**ABOUT THIS EXERCISE**
Filter the entries that follow, copying every line in which the word "Select" appears.
──────── AVAILABLE DATA
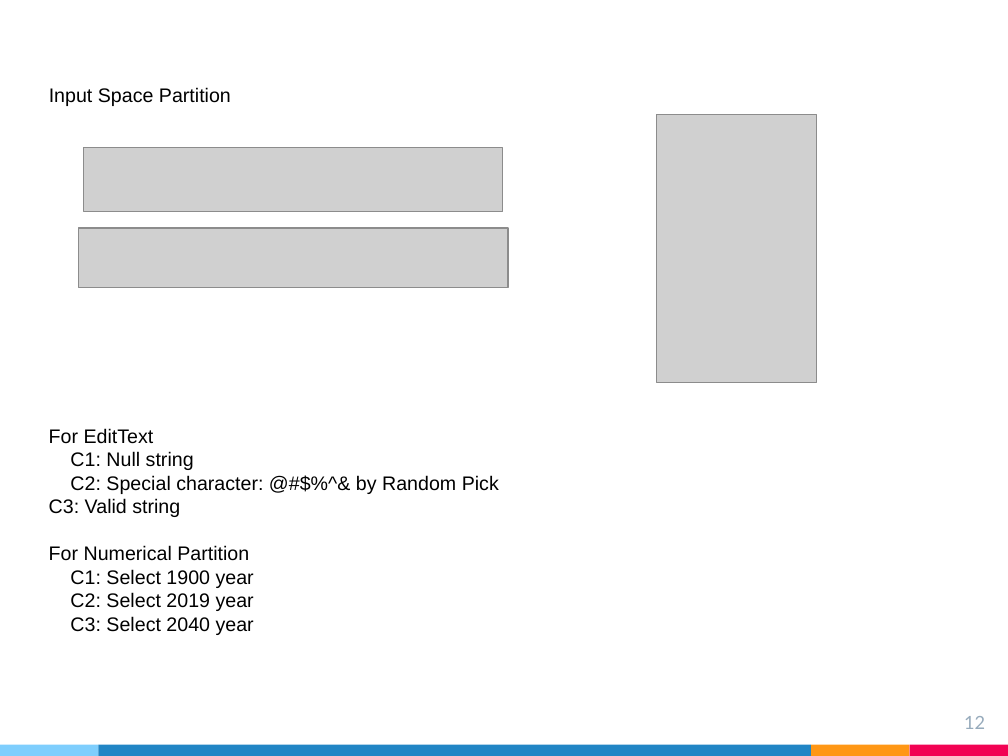
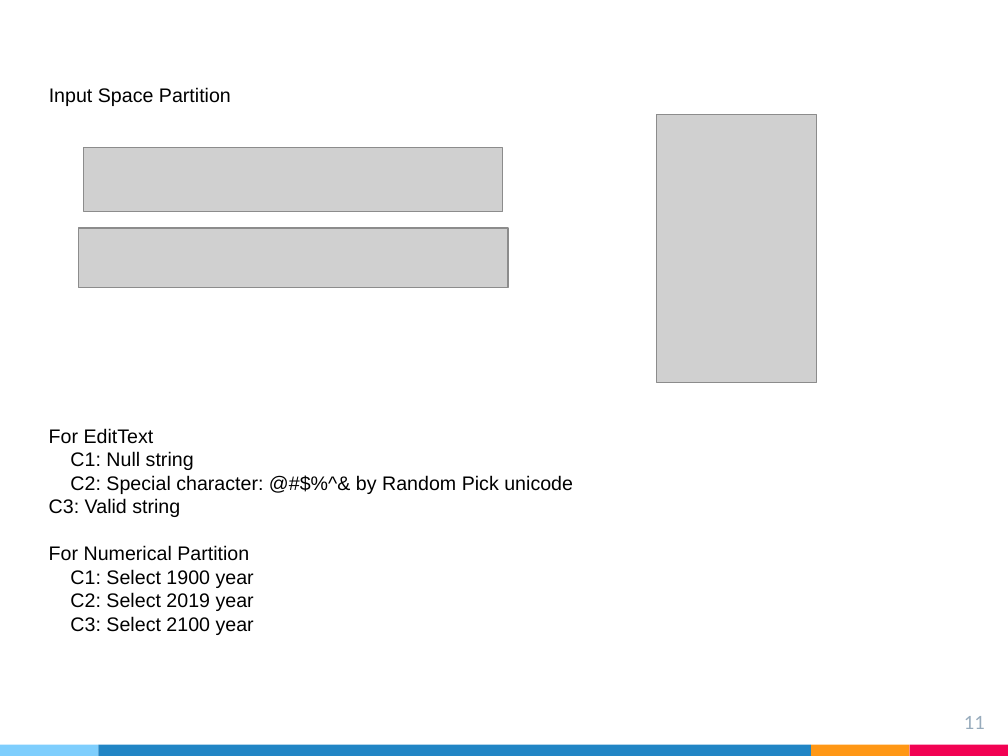
Before and after one commit to likesm0887/STV-Project, a slide deck: slide 11 of Document/軟體測試期末簡報.pptx (slide 12 before the commit). Drawn at 1008x756 pixels with LibreOffice and Linux fonts; fonts in the diff are those of the drawing; grey boxes stand for pictures. Boxes give left, top, right and bottom in pixels: in the first picture for what was removed or moved away, otherwise in the second. Text is boxed around its words. In the diff, an @@ line names an element or a change of style, - is before the commit and + after.

```diff
--- a/Document/軟體測試期末簡報.pptx
+++ b/Document/軟體測試期末簡報.pptx
@@ text at (70,475,573,494): text changed @@
-    C2: Special character: @#$%^& by Random Pick
+    C2: Special character: @#$%^& by Random Pick unicode
@@ text at (70,616,254,635): text changed @@
-C3: Select 2040 year
+C3: Select 2100 year
@@ page number at (964,716,985,729): text changed @@
-12
+11
```
Also in this commit, not shown: 13 other slides changed, 7 slides added, 4 slides removed, 6 other files.
────────────────
**RESULT FOR THIS TASK**
-C3: Select 2040 year
+C3: Select 2100 year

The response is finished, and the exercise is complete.